Essa metodologia combina duas técnicas: a cromatografia gasosa, que se baseia na separação de compostos voláteis em uma mistura, utilizando um gás como fase móvel; e a espectrometria de massa, que é baseada na medição da massa de íons, permitindo a análise de moléculas em níveis extremamente baixos de concentração.

O laudo preventivo, apontando se as bebidas do estabelecimento estão livres de contaminação, demora em torno de 10 dias úteis para sair. "Com essa perícia preventiva, bares mostram para os seus clientes que eles estão preocupados com a saúde pública e que eles não precisam entrar em pânico", ressalta Lima.

Tipos recorrentes de intoxicação

Embora o metanol seja o principal vilão da atual crise no setor de bebidas alcoólicas, o perito explica que a adulteração mais comum no Brasil ainda envolve o teor de etanol. "A porcentagem de álcool é muito maior do que era para ser. Às vezes, a falsificação é feita por diluição de água. Mas já ouvi peritos criminais afirmando que foram encontradas bebidas com álcool 70% (álcool etílico) na época da pandemia de Covid-19", conta. Outros casos envolvem bebidas artesanais diluídas com outros álcoois, como o de milho.

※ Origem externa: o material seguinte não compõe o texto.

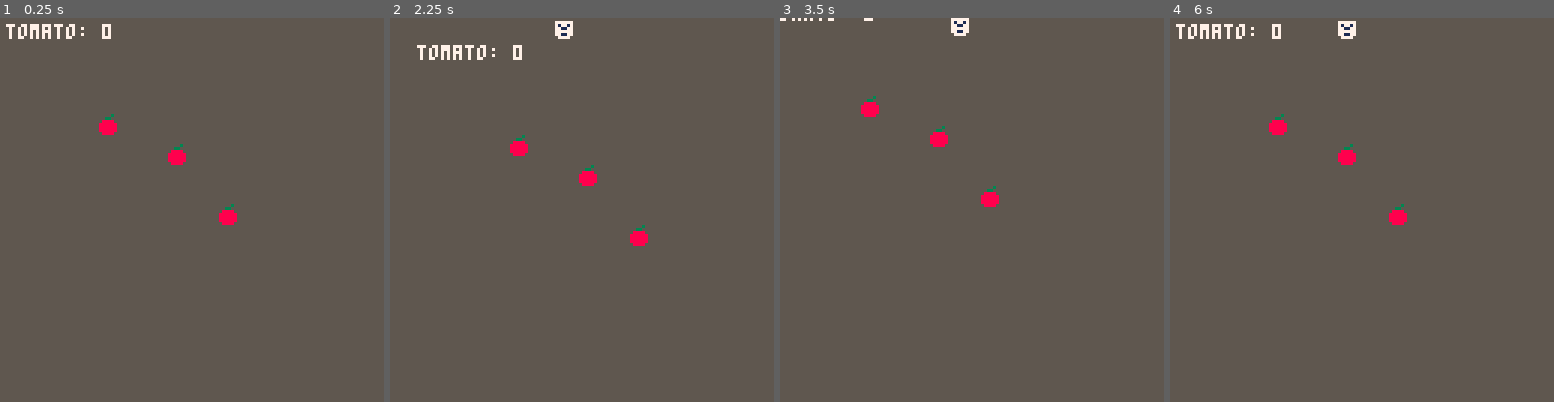
Above: before the commit, frames 1-4 (left to right).
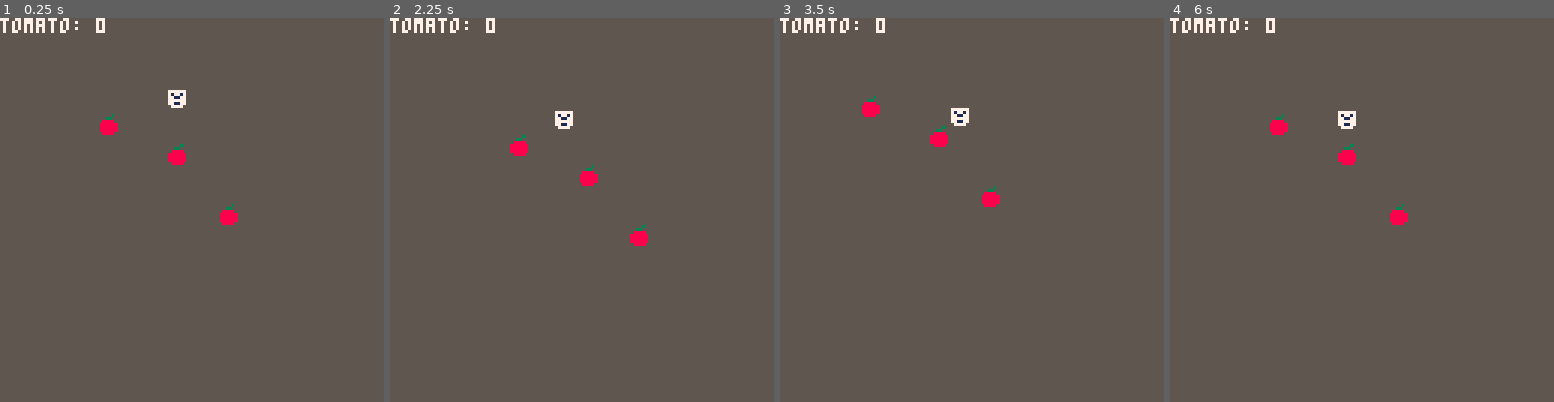
Above: after the commit, the same moments.

Repository: JohnErnestBonanno/pico8
Game: PICO-8 cartridge pickup.p8
The game is run twice, just before and just after one commit, with the same random seed, the same clock (stepped at 60 frames per second) and the same inputs.
Inputs:
- Up to frame 1 (0.25 s): no input
- Up to frame 2 (2.25 s): hold Left from 1.97 s (still down)
- Up to frame 3 (3.5 s): release Left at 2.37 s; hold Down 2.42-2.82 s; hold Right from 2.87 s (still down)
- Up to frame 4 (6 s): release Right at 3.53 s; hold Up 3.58-4.08 s; hold Right 4.13-4.53 s; hold Down 4.58-5.08 s; hold Left 5.13-5.8 s; hold Up from 5.85 s (still down)

The runs differ from the first frame. In frame 1, 0.9% of the frame differs, in the area x 0-49%, y 0-24%; in frame 2, 1.3%, in the area x 0-48%, y 0-29%; in frame 3, 0.8%; in frame 4, 1.1%.

Commit message:
Pin score counter to top left corner

Diff:
--- a/pickup.p8
+++ b/pickup.p8
@@ -4,13 +4,17 @@
 function _init()
 	plr={
 	x=63,
-	y=0,
+	y=30,
 	f=false,
 	sp=1
 	}
 
 	anitimer=0
 	ipickups()
+
+cx=0
+cy=0
+
 end
 
 function _update()
@@ -58,7 +62,7 @@
 	end
 end
 
-print("tomato: "..tomato,10,10,7)
+print("tomato: "..tomato,cx,cy,7)
 end
 -->8
 --dynamic camera--

O químico ressalta que a maioria dos profissionais envolvidos na investigação de casos com metanol atua na perícia criminal — quando já existem vítimas. "Quando há o óbito da vítima por metanol e outras substâncias existe um protocolo no qual se costuma solicitar exames toxicológicos", conta. "Vão recolher amostras de sangue, de urina, de vísceras do pulmão, do estômago com todo o seu conteúdo e do rim também. Com todas essas amostras, o legista solicita uma análise toxicológica para a verificação de várias substâncias que podem ter causado aquela intoxicação", detalha.

Recentemente, o Ministro da Saúde, Alexandre Padilha, destacou a importância de manter medidas de prevenção. "Posso dizer que temos três regras em relação às bebidas alcoólicas: se beber, não dirija; se beber, mantenha-se hidratado e bem alimentado, pois isso reduz os impactos de uma bebida adulterada; e, se for beber, certifique-se da segurança da origem, verificando se o lacre está intacto”, alertou.

Para Lima, não é preciso deixar de consumir álcool, desde que essas medidas sejam tomadas com cautela. "Basta tomar cuidado onde irá fazer a ingestão, procurar bares legalizados, de confiança, que te apresente um laudo de qualidade. [O conselho é] procurar sempre esse tipo de estabelecimento para que você não corra o risco de contaminação", recomenda.